En wij, we zoeken zijn Aangezicht, we trachten maar falen soms. Wanneer we zijn Naam roepen en Hem bestormen met vragen, dan vergeten we God tenminste niet. Dan blijven we met Hem verbonden en schuiven we Hem niet ondankbaar opzij. Uiteindelijk kunnen we pas ten volle leven als Hij met ons is, en wij met Hem. Dat weten we, diep vanbinnen. Ons leven is pas de moeite waard wanneer wij Hem toelaten om ons wezen te richten naar de Liefde.

Vruchten

Veertig dagen hebben we de tijd om dichter bij de Heer te komen, om onze grond om te laten woelen met Gods hulp, om de kracht die Hij ons schenkt nog meer in ons op te nemen. Veertig dagen hebben we de tijd om God tot in onze vezels toe te laten, om zijn Boodschap in ons op te nemen opdat we de betekenis van zijn lijden en sterven beter  kunnen begrijpen. 

Laten ook wij dus vruchten dragen. Niet omwille van de prestatie en de opbrengst, niet om onszelf te bewijzen, maar in de allereerste plaats omwille van God, omdat Hij het van ons verlangt. En ook niet als een krachtmeting met onze naasten, maar omdat God ons ertoe heeft geroepen, ieder en elk van ons hoogstpersoonlijk. Omdat het ons levensdoel is, de zin van ons bestaan. Net zoals het de ultieme taak is van een boom in de parabel om de heerlijkste vijgen voort te brengen. 

Aanwezigheid

Het is Gods diepste wens, Hij doet er veel moeite voor. Zijn geduld mag ons alvast inspireren. Maar zijn zorg en geduld zullen niet volstaan. Wij hebben een roeping, en ingaan op deze roepstem vraagt om inspanning en volharding. Maar we zijn niet alleen: God blijft ons bijstaan.

Dat is immers Gods naam: Aanwezigheid. ‘Ik zal er zijn’. (Exodus 3, 14) Of anders beschouwd: ‘Ik laat je niet in de steek’. De Heer is geen verre Kracht die ons maar laat betijen, tenminste: als wij Hem toelaten in ons bestaan. God kàn ons niet bijstaan als wij zijn aanwezigheid weigeren. Wat zou dat voor zin hebben? Daar ligt dus een cruciale sleutel voor ons geloof: zijn genadig aanbod dankbaar aanvaarden.

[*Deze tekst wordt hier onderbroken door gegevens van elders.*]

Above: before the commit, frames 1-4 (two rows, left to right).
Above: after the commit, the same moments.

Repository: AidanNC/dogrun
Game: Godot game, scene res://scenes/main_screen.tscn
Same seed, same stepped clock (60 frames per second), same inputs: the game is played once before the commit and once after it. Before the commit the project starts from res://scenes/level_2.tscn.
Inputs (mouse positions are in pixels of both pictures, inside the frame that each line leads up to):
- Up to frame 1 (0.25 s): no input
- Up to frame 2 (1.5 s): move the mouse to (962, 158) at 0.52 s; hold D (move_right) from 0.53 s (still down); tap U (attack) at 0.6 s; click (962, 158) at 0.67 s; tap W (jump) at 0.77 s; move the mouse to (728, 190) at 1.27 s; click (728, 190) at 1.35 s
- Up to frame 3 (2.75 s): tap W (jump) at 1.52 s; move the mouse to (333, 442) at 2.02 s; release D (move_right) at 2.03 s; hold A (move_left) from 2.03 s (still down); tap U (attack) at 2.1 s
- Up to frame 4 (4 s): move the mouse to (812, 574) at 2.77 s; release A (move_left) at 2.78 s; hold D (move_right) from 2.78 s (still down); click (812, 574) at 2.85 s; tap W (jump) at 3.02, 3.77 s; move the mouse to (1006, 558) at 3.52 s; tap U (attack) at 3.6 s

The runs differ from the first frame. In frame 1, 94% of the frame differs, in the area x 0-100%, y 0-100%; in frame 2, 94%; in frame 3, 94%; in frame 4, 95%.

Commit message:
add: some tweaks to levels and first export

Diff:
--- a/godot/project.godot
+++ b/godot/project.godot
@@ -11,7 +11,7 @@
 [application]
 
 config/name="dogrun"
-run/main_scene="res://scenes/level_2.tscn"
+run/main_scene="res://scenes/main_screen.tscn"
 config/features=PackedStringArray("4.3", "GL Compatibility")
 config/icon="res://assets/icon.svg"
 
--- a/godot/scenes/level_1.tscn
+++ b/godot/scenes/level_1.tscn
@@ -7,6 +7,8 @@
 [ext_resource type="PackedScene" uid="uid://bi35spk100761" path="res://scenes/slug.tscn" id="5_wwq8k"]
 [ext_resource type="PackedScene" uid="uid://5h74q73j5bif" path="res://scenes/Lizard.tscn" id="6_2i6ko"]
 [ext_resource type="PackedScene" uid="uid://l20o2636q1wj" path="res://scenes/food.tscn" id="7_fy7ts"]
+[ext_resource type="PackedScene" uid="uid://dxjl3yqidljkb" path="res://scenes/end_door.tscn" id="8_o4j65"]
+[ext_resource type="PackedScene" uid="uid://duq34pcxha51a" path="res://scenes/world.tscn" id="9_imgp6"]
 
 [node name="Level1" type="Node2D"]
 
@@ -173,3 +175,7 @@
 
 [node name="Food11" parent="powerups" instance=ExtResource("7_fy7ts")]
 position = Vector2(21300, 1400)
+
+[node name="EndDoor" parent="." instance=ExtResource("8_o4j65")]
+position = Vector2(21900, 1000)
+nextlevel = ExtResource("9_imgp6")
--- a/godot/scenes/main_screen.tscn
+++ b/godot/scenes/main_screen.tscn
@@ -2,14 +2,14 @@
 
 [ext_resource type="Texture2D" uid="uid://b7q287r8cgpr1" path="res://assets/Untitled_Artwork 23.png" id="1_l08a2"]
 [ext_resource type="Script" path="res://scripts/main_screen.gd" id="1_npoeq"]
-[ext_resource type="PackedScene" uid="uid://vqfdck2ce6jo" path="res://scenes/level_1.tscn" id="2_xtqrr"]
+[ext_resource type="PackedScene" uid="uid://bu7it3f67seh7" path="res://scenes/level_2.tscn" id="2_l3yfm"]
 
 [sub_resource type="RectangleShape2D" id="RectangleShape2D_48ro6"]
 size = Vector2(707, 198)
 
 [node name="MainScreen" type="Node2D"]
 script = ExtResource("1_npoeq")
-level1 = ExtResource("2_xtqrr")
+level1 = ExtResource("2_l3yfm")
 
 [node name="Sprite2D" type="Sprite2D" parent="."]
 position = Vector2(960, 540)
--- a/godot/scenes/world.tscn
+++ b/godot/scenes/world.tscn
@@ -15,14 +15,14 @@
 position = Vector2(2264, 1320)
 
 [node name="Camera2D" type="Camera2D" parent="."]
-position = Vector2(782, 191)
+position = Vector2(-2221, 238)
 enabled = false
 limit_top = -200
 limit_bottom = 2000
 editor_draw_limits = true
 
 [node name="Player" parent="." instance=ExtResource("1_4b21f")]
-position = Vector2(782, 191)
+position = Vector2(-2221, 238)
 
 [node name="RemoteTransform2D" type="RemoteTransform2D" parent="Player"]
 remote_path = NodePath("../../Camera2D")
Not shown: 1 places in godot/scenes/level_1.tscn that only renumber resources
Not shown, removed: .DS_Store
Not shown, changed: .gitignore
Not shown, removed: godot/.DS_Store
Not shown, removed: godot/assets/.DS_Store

De spirituele bedevaart op weg naar Pasen biedt ons de kans om onze hoop op Gods Rijk aan te wakkeren, om ons geloof in Christus te verdiepen, om de liefde waar te maken. (1 Korintiërs 13, 13) Liefde voor onszelf, onze naasten en God. (Lucas 25, 27 en Marcus 12, 30-31) Dat zijn de Heerlijke vruchten die wij mogen dragen. En voorwaar, ze zijn minstens even heerlijk als de vijgen waarover Jezus vertelt.